We couldn’t be more thrilled to feature this extraordinary volume and its author, and to announce that Kevin has generously agreed to meet live with us twice during the month: On Wednesday, September 3, at 12:30 p.m., and then again on Wednesday, September 24, also at 12:30 p.m. Night Watch’s official publication date is just a week away, on September 2, but it’s already available for pre-order, or you can buy it now at your local bookstore.

Ahead of our first conversation with Young, we asked him to describe the role poetry plays in difficult times. Here’s what he had to say:

Poetry often offers us a balm, and never more so than in times of trouble—whether personal or large scale. The poet Lucille Clifton always used to say, poetry is meant to comfort the afflicted and afflict the comfortable.
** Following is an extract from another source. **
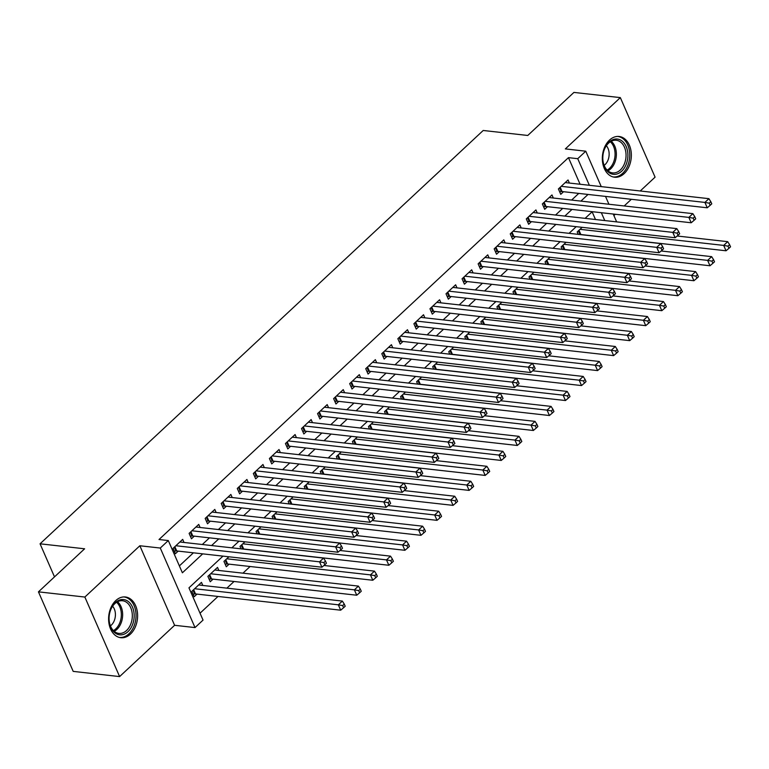 <?xml version="1.0" encoding="UTF-8"?>
<svg xmlns="http://www.w3.org/2000/svg" width="769" height="769" viewBox="0 0 769 769"><rect width="100%" height="100%" fill="white"/><g stroke="black" fill="none" stroke-linecap="round" stroke-linejoin="round"><path stroke-width="1.15" d="M130.432 634.117A20.494 14.419 96.4 0 0 137.363 611.999A20.494 14.419 96.4 0 0 125.385 596.975A20.494 14.419 96.4 0 0 115.783 600.579A20.494 14.419 96.4 0 0 108.852 622.698A20.494 14.419 96.4 0 0 120.829 637.722A20.494 14.419 96.4 0 0 130.432 634.117M624.159 173.611A20.494 14.419 96.4 0 0 631.099 151.503A20.494 14.419 96.4 0 0 619.122 136.478A20.494 14.419 96.4 0 0 609.509 140.083A20.494 14.419 96.4 0 0 602.579 162.201A20.494 14.419 96.4 0 0 614.556 177.216A20.494 14.419 96.4 0 0 624.159 173.611M222.972 556.131L188.963 587.843L203.045 620.093L195.018 627.581L160.279 548.047L168.305 540.559L182.388 572.799L202.699 553.863M174.601 625.293L139.852 545.759L84.859 597.052L38.45 591.851L73.199 671.385L119.608 676.585L174.601 625.293L195.018 627.581M613.893 215.57L615.287 214.272M624.188 205.957L631.339 199.296M640.25 190.981L655.082 177.149L620.333 97.615L565.34 148.907L585.767 151.195L601.243 186.617M200.036 613.201L217.992 596.456M226.893 588.15L234.045 581.479M242.956 573.174L250.098 566.503M84.859 597.052L119.608 676.585M38.45 591.851L84.609 548.797L40.055 543.808L483.211 130.48L527.765 135.469L573.924 92.415L620.333 97.615M184.031 542.462L182.686 539.377L173.054 548.364L175.399 553.738L178.216 551.113M200.094 527.486L198.748 524.4L189.107 533.388L191.462 538.761L194.269 536.137M216.147 512.51L214.801 509.424L205.169 518.412L207.515 523.785L210.322 521.161M232.209 497.533L230.854 494.448L221.222 503.435L223.568 508.809L226.384 506.194M248.262 482.567L246.916 479.472L237.275 488.459L239.63 493.833L242.437 491.218M264.315 467.59L262.969 464.495L253.337 473.483L255.683 478.856L258.49 476.242M280.377 452.614L279.022 449.529L269.39 458.507L271.736 463.88L274.552 461.265M296.43 437.638L295.085 434.552L285.443 443.53L287.798 448.904L290.605 446.289M312.483 422.662L311.137 419.576L301.506 428.554L303.851 433.937L306.658 431.313M328.546 407.685L327.19 404.6L317.559 413.587L319.904 418.961L322.72 416.337M344.599 392.709L343.253 389.623L333.611 398.611L335.966 403.985L338.773 401.36M360.651 377.733L359.306 374.647L349.674 383.635L352.019 389.008L354.826 386.384M376.714 362.757L375.359 359.671L365.727 368.659L368.072 374.032L370.889 371.408M392.767 347.78L391.421 344.695L381.789 353.682L384.135 359.056L386.942 356.432M408.82 332.804L407.474 329.718L397.842 338.706L400.188 344.079L402.994 341.455M424.882 317.828L423.527 314.742L413.895 323.73L416.24 329.103L419.057 326.479M440.935 302.851L439.589 299.766L429.958 308.754L432.303 314.127L435.11 311.503M456.988 287.875L455.642 284.79L446.01 293.777L448.356 299.151L451.163 296.536M473.05 272.908L471.695 269.813L462.063 278.801L464.418 284.174L467.225 281.56M489.103 257.932L487.757 254.847L478.126 263.825L480.471 269.198L483.278 266.583M505.156 242.956L503.81 239.87L494.179 248.848L496.524 254.222L499.341 251.607M521.219 227.98L519.873 224.894L510.231 233.872L512.587 239.246L515.393 236.631M537.271 213.003L535.926 209.918L526.294 218.905L528.639 224.279L531.446 221.655M553.334 198.027L551.979 194.942L542.347 203.929L544.692 209.303L547.509 206.678M228.893 556.794L223.952 561.399L226.297 566.772L229.104 564.158M218.877 570.483L217.521 567.397L207.89 576.375L210.245 581.749L213.051 579.134M595.485 219.521L592.12 211.821M582.133 227.326L577.183 231.94L578.24 234.362M566.071 242.302L561.13 246.916L562.187 249.339M550.018 257.279L545.077 261.893L546.134 264.315M533.965 272.255L529.014 276.869L530.072 279.291M517.902 287.231L512.961 291.845L514.019 294.267M501.849 302.207L496.909 306.821L497.966 309.244M485.797 317.184L480.846 321.798L481.903 324.22M469.734 332.16L464.793 336.764L465.851 339.196M453.681 347.136L448.731 351.741L449.798 354.163M437.619 362.112L432.678 366.717L433.735 369.139M421.566 377.089L416.625 381.693L417.682 384.116M405.513 392.055L400.562 396.669L401.629 399.092M389.45 407.032L384.51 411.646L385.567 414.068M373.398 422.008L368.457 426.622L369.514 429.044M357.345 436.984L352.394 441.598L353.461 444.021M341.282 451.961L336.341 456.575L337.399 458.997M325.229 466.937L320.288 471.551L321.346 473.973M309.176 481.913L304.226 486.527L305.283 488.949M293.114 496.889L288.173 501.503L289.231 503.926M277.061 511.866L272.12 516.48L273.178 518.902M261.008 526.842L256.058 531.456L257.115 533.878M244.946 541.818L240.005 546.423L241.062 548.855M202.814 585.459L201.468 582.364L191.837 591.351L194.182 596.725L196.989 594.11M580.076 184.252L568.454 157.645L159.02 539.521L168.305 540.559M179.379 565.907L193.413 552.815M202.324 544.51L209.476 537.839M218.377 529.533L225.528 522.872M234.439 514.557L241.581 507.896M250.492 499.581L257.644 492.919M266.545 484.614L273.697 477.943M282.608 469.638L289.75 462.967M298.66 454.662L305.812 447.991M314.713 439.685L321.865 433.014M330.776 424.709L337.918 418.038M346.829 409.733L353.98 403.062M362.881 394.757L370.033 388.085M378.944 379.78L386.086 373.109M394.997 364.804L402.149 358.133M411.05 349.828L418.201 343.157M427.112 334.851L434.254 328.19M443.165 319.875L450.317 313.214M459.218 304.899L466.37 298.237M475.28 289.923L482.432 283.261M491.333 274.956L498.485 268.285M507.386 259.98L514.538 253.309M523.449 245.003L530.6 238.332M539.502 230.027L546.653 223.356M555.554 215.051L562.706 208.38M571.617 200.075L578.769 193.404M569.387 183.051L568.041 179.965L558.4 188.953L560.755 194.326L563.562 191.702M40.055 543.808L54.503 576.875M139.852 545.759L160.279 548.047M568.454 157.645L577.74 158.683L585.767 151.195M592.265 211.686L585.113 218.358M576.212 226.663L569.06 233.334M560.149 241.639L552.998 248.31M544.096 256.615L536.945 263.286M528.034 271.592L520.892 278.263M511.981 286.568L504.829 293.239M495.928 301.544L488.776 308.215M479.866 316.52L472.724 323.191M463.813 331.497L456.661 338.168M447.76 346.473L440.608 353.134M431.697 361.449L424.555 368.111M415.644 376.426L408.493 383.087M399.592 391.392L392.44 398.063M383.529 406.368L376.387 413.04M367.476 421.345L360.325 428.016M351.423 436.321L344.272 442.992M335.361 451.297L328.209 457.968M319.308 466.274L312.156 472.945M303.255 481.25L296.103 487.921M287.193 496.226L280.041 502.897M271.14 511.202L263.988 517.873M255.087 526.179L247.935 532.85M239.024 541.155L231.873 547.816M604.77 220.559L601.339 212.705M605.511 196.403L608.942 204.256M613.22 214.032L616.651 221.885M589.362 185.291L577.74 158.683M211.6 545.548L218.752 538.886M227.662 530.572L234.814 523.91M243.715 515.595L250.867 508.934M259.778 500.629L266.92 493.958M275.831 485.652L282.982 478.981M291.884 470.676L299.035 464.005M307.946 455.7L315.088 449.029M323.999 440.724L331.151 434.052M340.052 425.747L347.204 419.076M356.114 410.771L363.256 404.1M372.167 395.795L379.319 389.124M388.22 380.818L395.372 374.147M404.283 365.842L411.425 359.171M420.335 350.866L427.487 344.204M436.388 335.89L443.54 329.228M452.451 320.913L459.593 314.252M468.504 305.947L475.655 299.276M484.557 290.97L491.708 284.299M500.619 275.994L507.771 269.323M516.672 261.018L523.824 254.347M532.725 246.042L539.876 239.37M548.787 231.065L555.939 224.394M564.84 216.089L571.992 209.418M580.893 201.113L588.045 194.442M560.207 187.261L562.072 191.539L707.249 207.793L704.904 202.42L561.216 186.329M709.22 203.179L710.162 205.323L711.767 203.833L710.825 201.68L709.22 203.179L704.904 202.42L708.912 198.671L565.225 182.589M562.072 191.539A2.624 1.182 -23.6 0 0 561.264 191.568L559.659 191.817M707.249 207.793L710.162 205.323M710.825 201.68L708.912 198.671M580.018 234.564L580.047 234.555A2.624 1.182 156.4 0 1 580.855 234.526L726.032 250.781L723.687 245.407L727.695 241.668L677.191 236.006M579.999 229.316L723.687 245.407L728.003 246.167L728.945 248.32L730.55 246.82L729.608 244.667L728.003 246.167M727.695 241.668L729.608 244.667M728.945 248.32L726.032 250.781M609.01 142.169A17.735 12.477 -83.6 0 1 626.187 146.571A17.735 12.477 -83.6 0 1 621.688 171.189A17.735 12.477 -83.6 0 1 609.038 172.621A17.735 12.477 -83.6 0 1 602.8 157.856A17.735 12.477 -83.6 0 1 603.367 152.762A17.735 12.477 -83.6 0 1 609.01 142.169M602.8 157.76A16.428 11.554 96.4 0 0 612.595 172.9A16.428 11.554 96.4 0 0 620.295 170.016A16.428 11.554 96.4 0 0 625.851 152.291A16.428 11.554 96.4 0 0 616.248 140.256A16.428 11.554 96.4 0 0 608.558 143.14A16.428 11.554 96.4 0 0 603.348 152.858M604.146 165.364A11.698 8.228 96.4 0 0 605.049 164.624A11.698 8.228 96.4 0 0 606.347 145.735M613.085 176.928L612.951 176.908A20.369 14.323 96.4 0 0 613.085 176.928A20.369 14.323 96.4 0 0 622.63 173.342A20.369 14.323 96.4 0 0 629.523 151.368A20.369 14.323 96.4 0 0 617.613 136.44A20.369 14.323 96.4 0 0 617.478 136.43L617.613 136.44M127.837 601.175A17.735 12.477 -83.6 0 1 132.528 624.697A17.735 12.477 -83.6 0 1 115.408 633.195A17.735 12.477 -83.6 0 1 109.063 618.353A17.735 12.477 -83.6 0 1 109.64 613.258A17.735 12.477 -83.6 0 1 127.837 601.175M109.073 618.257A16.428 11.554 96.4 0 0 114.937 631.897A16.428 11.554 96.4 0 0 118.868 633.396A16.428 11.554 96.4 0 0 131.662 621.265A16.428 11.554 96.4 0 0 126.452 602.252A16.428 11.554 96.4 0 0 122.521 600.752A16.428 11.554 96.4 0 0 109.621 613.354M110.419 625.86A11.698 8.228 96.4 0 0 112.62 606.232M119.214 637.405A20.369 14.323 96.4 0 0 119.358 637.424A20.369 14.323 96.4 0 0 135.219 622.371A20.369 14.323 96.4 0 0 128.759 598.801A20.369 14.323 96.4 0 0 123.886 596.946A20.369 14.323 96.4 0 0 123.751 596.927L123.886 596.946M544.154 202.237L546.019 206.515L691.196 222.77L688.841 217.396L545.154 201.305M693.167 218.156L694.109 220.299L695.714 218.809L694.772 216.656L693.167 218.156L688.841 217.396L692.859 213.647L549.172 197.556M546.019 206.515A2.624 1.182 -23.6 0 0 545.211 206.544L543.606 206.794M691.196 222.77L694.109 220.299M694.772 216.656L692.859 213.647M528.101 217.214L529.966 221.491L675.134 237.746L672.788 232.373L529.101 216.281M677.114 233.132L678.047 235.276L679.652 233.776L678.719 231.632L677.114 233.132L672.788 232.373L676.807 228.624L533.119 212.532M529.966 221.491A2.624 1.182 -23.6 0 0 529.159 221.52L527.544 221.77M675.134 237.746L678.047 235.276M678.719 231.632L676.807 228.624M512.039 232.19L513.903 236.468L659.081 252.722L656.736 247.349L513.048 231.258M661.052 248.108L661.994 250.252L663.599 248.752L662.657 246.609L661.052 248.108L656.736 247.349L660.744 243.6L517.056 227.509M513.903 236.468A2.624 1.182 -23.6 0 0 513.096 236.496L511.491 236.746M659.081 252.722L661.994 250.252M662.657 246.609L660.744 243.6M495.986 247.166L497.851 251.434L643.028 267.699L640.673 262.325L496.985 246.234M644.999 263.085L645.941 265.228L647.546 263.729L646.604 261.585L644.999 263.085L640.673 262.325L644.691 258.576L501.004 242.485M497.851 251.434A2.624 1.182 -23.6 0 0 497.043 251.473L495.428 251.723M643.028 267.699L645.941 265.228M646.604 261.585L644.691 258.576M563.965 249.541L563.994 249.531A2.624 1.182 156.4 0 1 564.802 249.502L709.979 265.757L707.624 260.383L711.642 256.644L661.129 250.982M563.937 244.292L707.624 260.383L711.95 261.143L712.892 263.296L714.497 261.796L713.555 259.643L711.95 261.143M711.642 256.644L713.555 259.643M712.892 263.296L709.979 265.757M547.903 264.517L547.932 264.507A2.624 1.182 156.4 0 1 548.749 264.478L693.917 280.733L691.571 275.36L695.589 271.62L645.076 265.959M547.884 259.268L691.571 275.36L695.897 276.119L696.829 278.272L698.435 276.773L697.502 274.62L695.897 276.119M695.589 271.62L697.502 274.62M696.829 278.272L693.917 280.733M530.235 275.725L531.879 279.483A2.624 1.182 156.4 0 1 532.686 279.455L677.864 295.709L675.518 290.336L679.527 286.587L629.023 280.935M531.831 274.245L675.518 290.336L679.834 291.095L680.776 293.249L682.382 291.749L681.44 289.596L679.834 291.095M679.527 286.587L681.44 289.596M680.776 293.249L677.864 295.709M514.182 290.701L515.826 294.46A2.624 1.182 156.4 0 1 516.633 294.431L661.811 310.686L659.456 305.312L663.474 301.563L612.96 295.911M515.768 289.221L659.456 305.312L663.782 306.072L664.724 308.215L666.329 306.725L665.387 304.572L663.782 306.072M663.474 301.563L665.387 304.572M664.724 308.215L661.811 310.686M479.933 262.142L481.798 266.41L626.966 282.675L624.62 277.292L480.933 261.21M628.946 278.051L629.878 280.204L631.484 278.705L630.551 276.561L628.946 278.051L624.62 277.292L628.638 273.553L484.951 257.461M481.798 266.41A2.624 1.182 -23.6 0 0 480.99 266.449L479.375 266.699M626.966 282.675L629.878 280.204M630.551 276.561L628.638 273.553M498.129 305.678L499.763 309.436A2.624 1.182 156.4 0 1 500.581 309.407L645.749 325.662L643.403 320.288L647.421 316.54L596.907 310.887M499.715 304.197L643.403 320.288L647.729 321.048L648.661 323.191L650.266 321.702L649.334 319.548L647.729 321.048M647.421 316.54L649.334 319.548M648.661 323.191L645.749 325.662M463.87 277.119L465.735 281.387L610.913 297.641L608.567 292.268L464.88 276.186M612.883 293.027L613.825 295.181L615.431 293.681L614.489 291.538L612.883 293.027L608.567 292.268L612.576 288.529L468.888 272.437M465.735 281.387A2.624 1.182 -23.6 0 0 464.928 281.425L463.323 281.675M610.913 297.641L613.825 295.181M614.489 291.538L612.576 288.529M482.067 320.654L483.711 324.412A2.624 1.182 156.4 0 1 484.518 324.383L629.696 340.638L627.35 335.265L631.359 331.516L580.845 325.864M483.663 319.173L627.35 335.265L631.666 336.024L632.608 338.168L634.214 336.678L633.271 334.525L631.666 336.024M631.359 331.516L633.271 334.525M632.608 338.168L629.696 340.638M447.818 292.095L449.682 296.363L594.86 312.618L592.505 307.244L448.817 291.153M596.831 308.004L597.773 310.157L599.378 308.657L598.436 306.514L596.831 308.004L592.505 307.244L596.523 303.505L452.835 287.414M449.682 296.363A2.624 1.182 -23.6 0 0 448.875 296.392L447.26 296.651M594.86 312.618L597.773 310.157M598.436 306.514L596.523 303.505M466.014 335.63L467.658 339.389A2.624 1.182 156.4 0 1 468.465 339.36L613.633 355.614L611.288 350.241L615.306 346.492L564.792 340.84M467.6 334.15L611.288 350.241L615.613 351L616.555 353.144L618.161 351.644L617.219 349.501L615.613 351M615.306 346.492L617.219 349.501M616.555 353.144L613.633 355.614M431.755 307.071L433.629 311.339L578.797 327.594L576.452 322.221L432.764 306.129M580.778 322.98L581.71 325.133L583.315 323.634L582.383 321.48L580.778 322.98L576.452 322.221L580.47 318.481L436.773 302.39M433.629 311.339A2.624 1.182 -23.6 0 0 432.812 311.368L431.207 311.628M578.797 327.594L581.71 325.133M582.383 321.48L580.47 318.481M451.566 354.365L451.595 354.365A2.624 1.182 156.4 0 1 452.412 354.326L597.58 370.591L595.235 365.217L599.243 361.468L548.739 355.816M451.547 349.126L595.235 365.217L599.551 365.977L600.493 368.12L602.098 366.621L601.166 364.477L599.551 365.977M599.243 361.468L601.166 364.477M600.493 368.12L597.58 370.591M415.702 322.048L417.567 326.316L562.745 342.57L560.399 337.197L416.711 321.106M564.715 337.956L565.657 340.109L567.262 338.61L566.32 336.457L564.715 337.956L560.399 337.197L564.408 333.458L420.72 317.366M417.567 326.316A2.624 1.182 -23.6 0 0 416.76 326.344L415.154 326.604M562.745 342.57L565.657 340.109M566.32 336.457L564.408 333.458M435.514 369.341L435.542 369.341A2.624 1.182 156.4 0 1 436.35 369.303L581.527 385.567L579.182 380.184L583.19 376.445L532.677 370.793M435.485 364.102L579.182 380.184L583.498 380.943L584.44 383.097L586.045 381.597L585.103 379.453L583.498 380.943M583.19 376.445L585.103 379.453M584.44 383.097L581.527 385.567M399.649 337.024L401.514 341.292L546.692 357.547L544.337 352.173L400.649 336.082M548.662 352.933L549.604 355.086L551.21 353.586L550.268 351.433L548.662 352.933L544.337 352.173L548.355 348.434L404.667 332.343M401.514 341.292A2.624 1.182 -23.6 0 0 400.707 341.321L399.092 341.58M546.692 357.547L549.604 355.086M550.268 351.433L548.355 348.434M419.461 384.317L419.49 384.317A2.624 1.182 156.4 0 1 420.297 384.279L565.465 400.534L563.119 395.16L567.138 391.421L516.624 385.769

For me, that means poetry provides words where often there are none–as in grief–but also in providing witness to and reminders of our humanity. For me, poetry especially can render how the everyday can be extraordinary, and how the extraordinary is an everyday occurrence. A meal, a baby’s babble, “this light lifting // up over the ridge” as one poem in Night Watch has it: these things can be redemptive on their own.